At Connaught place, a majority of the shops are already using paper bags or cloths bags.
To Atul Bhargava, who heads the New Delhi Traders Association, it is small vendors who are the cause of concern.
He said small vendors like “chaiwallahs and small eateries” continue to use plastic cups and other cutlery.
“We have informed all our members to remove the banned items, as a clean environment is beneficial for us also,” Bhargava said.
“It is very difficult to keep track of them. As plastic items are cheaper, small vendors use them. We can only educate them, that they move to environment-friendly alternatives,” he said.
Similar concerns were echoed by Randhawa, who said that the profit margin is quite low and there is cutthroat competition among vendors.
“A cloth bag generally coast around 6 rupees while a plastic bag only costs 50 paisa. So shopkeepers prefer plastic. We cannot even upset customers by refusing to provide the bags, so everyone has to take responsibility here from government to vendors to customers,” he said.

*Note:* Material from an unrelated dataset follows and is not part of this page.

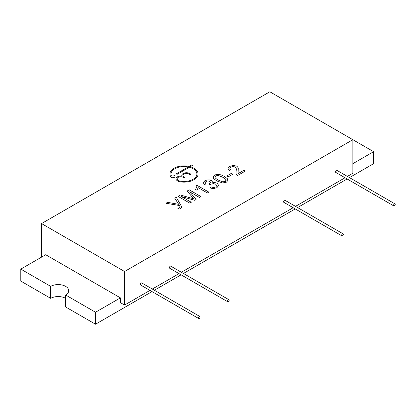 <?xml version="1.0" encoding="UTF-8"?>
<svg xmlns="http://www.w3.org/2000/svg" width="416" height="416" viewBox="0 0 416 416"><rect width="100%" height="100%" fill="white"/><g stroke="black" fill="none" stroke-linecap="round" stroke-linejoin="round"><path stroke-width="0.62" d="M214.942 177.289L214.942 177.284C215.166 177.991 216.242 178.901 218.182 180.019L222.726 181.86L225.358 181.449L226.065 179.925C225.878 179.291 224.817 178.417 222.882 177.299L218.332 175.458L215.686 175.88L214.942 177.284C215.166 177.986 216.242 178.896 218.182 180.014L222.726 181.854L225.358 181.444L226.065 179.92L226.132 180.331M352.862 163.665L373.615 151.684L269.849 91.775L41.553 223.574L124.571 271.508L352.862 139.703L352.862 173.254L347.396 176.41M177.429 174.153L189.41 167.237A12.912 7.457 180 0 1 196.903 174.008A12.912 7.457 180 0 1 179.696 181.038A0.941 0.541 180 0 1 179.343 180.908L178.178 180.237A3.52 2.033 180 0 1 177.143 178.802A3.52 2.033 180 0 1 179.322 176.92A3.52 2.033 180 0 1 183.16 177.362L183.82 177.746A0.588 0.338 0 0 0 184.652 177.268L183.986 176.883A3.52 2.033 180 0 1 182.957 175.443A3.52 2.033 180 0 1 185.13 173.566A3.52 2.033 180 0 1 188.968 174.008L189.634 174.392A0.588 0.338 0 0 0 190.466 173.909L189.8 173.529A4.696 2.709 0 0 0 184.683 172.942A4.696 2.709 0 0 0 181.782 175.443A4.696 2.709 0 0 0 181.964 176.192A4.696 2.709 0 0 0 175.973 178.802A4.696 2.709 0 0 0 177.346 180.716L178.698 181.496A0.941 0.541 0 0 0 179.031 181.62A14.087 8.133 0 0 0 198.078 174.008A14.087 8.133 0 0 0 190.289 166.733L193.097 165.11L191.438 165.11L189.14 166.436A14.087 8.133 0 0 0 170.071 172.749A0.588 0.338 0 0 0 171.231 172.853A12.912 7.457 180 0 1 188.23 166.962L176.602 173.675A0.588 0.338 0 0 0 177.429 174.153M177.97 196.326L189.764 203.133L191.266 202.264L181.23 196.472L194.683 200.294L196.087 199.482L189.654 191.797L199.529 197.496L201.032 196.628L189.238 189.821L187.132 191.032L193.768 198.858L180.31 194.974L177.97 196.326L180.31 194.974L193.768 198.858M178.63 204.308L167.523 202.358L165.958 203.258L179.41 205.504L180.17 206.996L179.551 207.776L177.871 208.338L179.197 209.108L180.955 208.411L181.943 207.225L176.306 197.283L174.751 198.182L178.63 204.303L167.523 202.353L165.968 203.258M180.17 206.944L179.551 207.782L177.871 208.343M212.077 182.868L214.703 182.51L217.183 183.269L218.676 185.437L217.183 183.269L214.703 182.504L212.077 182.868L212.295 181.589L211.318 180.554L209.368 179.925L206.996 179.993L204.807 180.778L203.268 182.593L204.313 184.59L206.019 183.898L205.15 182.562L206.024 181.444L207.932 180.944L209.789 181.397L210.538 182.676L209.113 184.038L210.226 184.865L211.084 184.184L213.387 183.602L215.68 184.179L216.736 185.593L215.717 186.997L213.71 187.528L211.078 186.987L209.83 187.938L213.398 188.646L216.902 187.694L218.681 185.349M209.83 187.938L211.078 186.987L213.71 187.533L215.717 187.002L216.736 185.604M210.538 182.681L209.113 184.044M205.15 182.608L206.019 183.903M203.268 182.593L204.807 180.778L206.996 179.993L209.368 179.925L211.318 180.554M212.295 181.594L211.318 180.56M213.06 176.816L214.505 175.178L216.554 174.439L218.842 174.398L221.322 174.98L224.375 176.436L227.297 178.62L227.994 180.497L227.297 178.62L224.375 176.436L221.322 174.98L218.842 174.392L216.554 174.439L214.505 175.178L213.06 176.81L213.746 178.682L216.684 180.877L222.648 182.972L226.543 182.13L228.02 180.211M235.165 166.993L236.231 168.392L236.018 173.456L236.631 174.912L237.468 175.594L245.268 171.09L243.875 170.284L238.098 173.618L238.264 168.506L237.791 167.123L236.688 166.15L233.371 165.376L229.741 166.384L227.932 168.438L229.32 170.57L230.968 169.796L229.861 168.423L230.906 167.097L233.1 166.509L235.165 166.993M238.285 168.99L237.791 167.123L236.688 166.156L233.371 165.381L229.741 166.39L227.932 168.444M207.392 192.956L208.842 192.119L197.002 185.286L196.066 185.827L196.357 187.476L195.624 189.498L197.023 190.31L198.167 187.632L207.392 192.956M196.357 187.481L195.624 189.504M175.084 176.389A2.35 1.357 0 0 0 174.398 175.432A2.35 1.357 0 0 0 171.839 175.136A2.35 1.357 0 0 0 170.388 176.384A2.35 1.357 0 0 0 172.739 177.741A2.35 1.357 0 0 0 175.084 176.384A2.35 1.357 0 0 0 174.398 175.427A2.35 1.357 0 0 0 171.839 175.136A2.35 1.357 0 0 0 170.388 176.389M226.897 175.926L228.358 176.769L232.814 174.195L231.353 173.352L226.897 175.926M232.809 174.2L231.353 173.358L226.897 175.932M208.837 192.124L197.002 185.292L196.071 185.827M229.861 168.428L230.968 169.801M238.285 168.984L238.264 168.506M245.263 171.09L243.875 170.29L238.098 173.623L237.921 172.817M236.33 169.348L235.981 172.848M181.943 207.23L176.306 197.283L174.756 198.182M201.027 196.633L189.238 189.821L187.138 191.038M189.654 191.802L196.087 199.488M181.23 196.477L191.266 202.27M188.23 166.967L176.602 173.68A0.588 0.338 0 0 0 176.431 173.919M193.086 165.116L191.438 165.116L189.14 166.442A14.087 8.133 0 0 0 170.071 172.754A0.588 0.338 0 0 0 170.061 172.801M190.289 166.738L190.289 166.733A14.087 8.133 0 0 1 198.078 174.008M181.964 176.197L181.964 176.192A4.696 2.709 0 0 0 175.973 178.802M190.637 174.153A0.588 0.338 0 0 0 190.466 173.914L189.8 173.534A4.696 2.709 0 0 0 184.683 172.942A4.696 2.709 0 0 0 181.782 175.448M184.824 177.507A0.588 0.338 0 0 0 184.652 177.268L183.986 176.888A3.52 2.033 180 0 1 182.957 175.448L182.957 175.448M196.903 174.008L196.903 174.013A12.912 7.457 180 0 1 196.903 174.013A12.912 7.457 180 0 1 179.696 181.043A0.941 0.541 180 0 1 179.343 180.913L178.178 180.242A3.52 2.033 180 0 1 177.143 178.802L177.143 178.802M41.553 257.124L41.553 223.574M65.629 298.345A10.566 6.1 0 0 0 50.684 298.345L20.8 281.091L20.8 269.11L45.703 254.732L120.416 297.866L120.416 302.661L124.571 305.058L124.571 271.508M124.571 305.058L149.963 290.394M152.308 289.042L179.015 273.619M181.366 272.267L293.16 207.719M295.511 206.362L345.046 177.762M343.07 233.823L284.96 200.273A1.175 0.676 120 0 0 283.785 200.949A1.175 0.676 120 0 0 283.785 202.306L341.9 235.856A1.175 0.676 120 0 0 342.805 235.544A1.175 0.676 120 0 0 343.314 234.359A1.175 0.676 120 0 0 343.07 233.823A1.175 0.676 120 0 0 341.9 234.499A1.175 0.676 120 0 0 341.9 235.856M228.925 299.723L170.815 266.178A1.175 0.676 120 0 0 169.64 266.854A1.175 0.676 120 0 0 169.64 268.211L227.75 301.756A1.175 0.676 120 0 0 228.654 301.444A1.175 0.676 120 0 0 229.169 300.264A1.175 0.676 120 0 0 228.925 299.723A1.175 0.676 120 0 0 227.75 300.404A1.175 0.676 120 0 0 227.75 301.756M199.872 316.498L141.757 282.948A1.175 0.676 120 0 0 140.587 283.629A1.175 0.676 120 0 0 140.587 284.986L198.697 318.531A1.175 0.676 120 0 0 199.602 318.219A1.175 0.676 120 0 0 200.112 317.039A1.175 0.676 120 0 0 199.872 316.498A1.175 0.676 120 0 0 198.697 317.179A1.175 0.676 120 0 0 198.697 318.531M394.956 203.866L336.846 170.316A1.175 0.676 120 0 0 335.67 170.997A1.175 0.676 120 0 0 335.67 172.349L393.78 205.899A1.175 0.676 120 0 0 394.685 205.587A1.175 0.676 120 0 0 395.2 204.407A1.175 0.676 120 0 0 394.956 203.866A1.175 0.676 120 0 0 393.78 204.547A1.175 0.676 120 0 0 393.78 205.899M20.8 269.11L50.684 286.364A10.566 6.1 0 0 1 62.202 285.043A10.566 6.1 0 0 1 68.723 290.675A10.566 6.1 0 0 1 65.629 294.991L65.629 306.972L95.514 324.225L95.514 312.244L120.416 297.866M95.514 324.225L152.038 291.595M154.383 290.238L181.09 274.82M183.44 273.463L295.235 208.915M297.586 207.563L347.121 178.963M349.471 177.606L373.615 163.665L373.615 151.684M65.629 294.991L95.514 312.244M50.684 298.345L50.684 286.364"/></g></svg>

Meanwhile, Sanjiv Mehra, the president of the Khan Market Traders’ Association, claimed that 99 per cent of the shops in the famous market are using environment-friendly items.
The remaining 1 per cent is constituted by those who cannot afford to switch to paper or cloth bags from plastic bags, he said.
He also expressed discontent that alternatives have not been provided by the government before announcing the ban.
“I understand that you are banning the items for the betterment of the environment but where are the environment-friendly affordable alternatives,” he said.
If one goes by the numbers, the government whip against the plastic menace is a bit misdirected.
According to website Our World in Data, India is among the country which produces the most mismanaged plastic waste.
India contributes to 21.04 per cent of the total mismanaged plastic waste in the world, as per the data published by Our World in Data in 2019, even though it is among the countries with lowest per capita production of plastic waste in the world.
In comparison, the US produces 0.43 per cent of the total mismanaged plastic waste, despite being one of the biggest consumers and manufactures of plastic.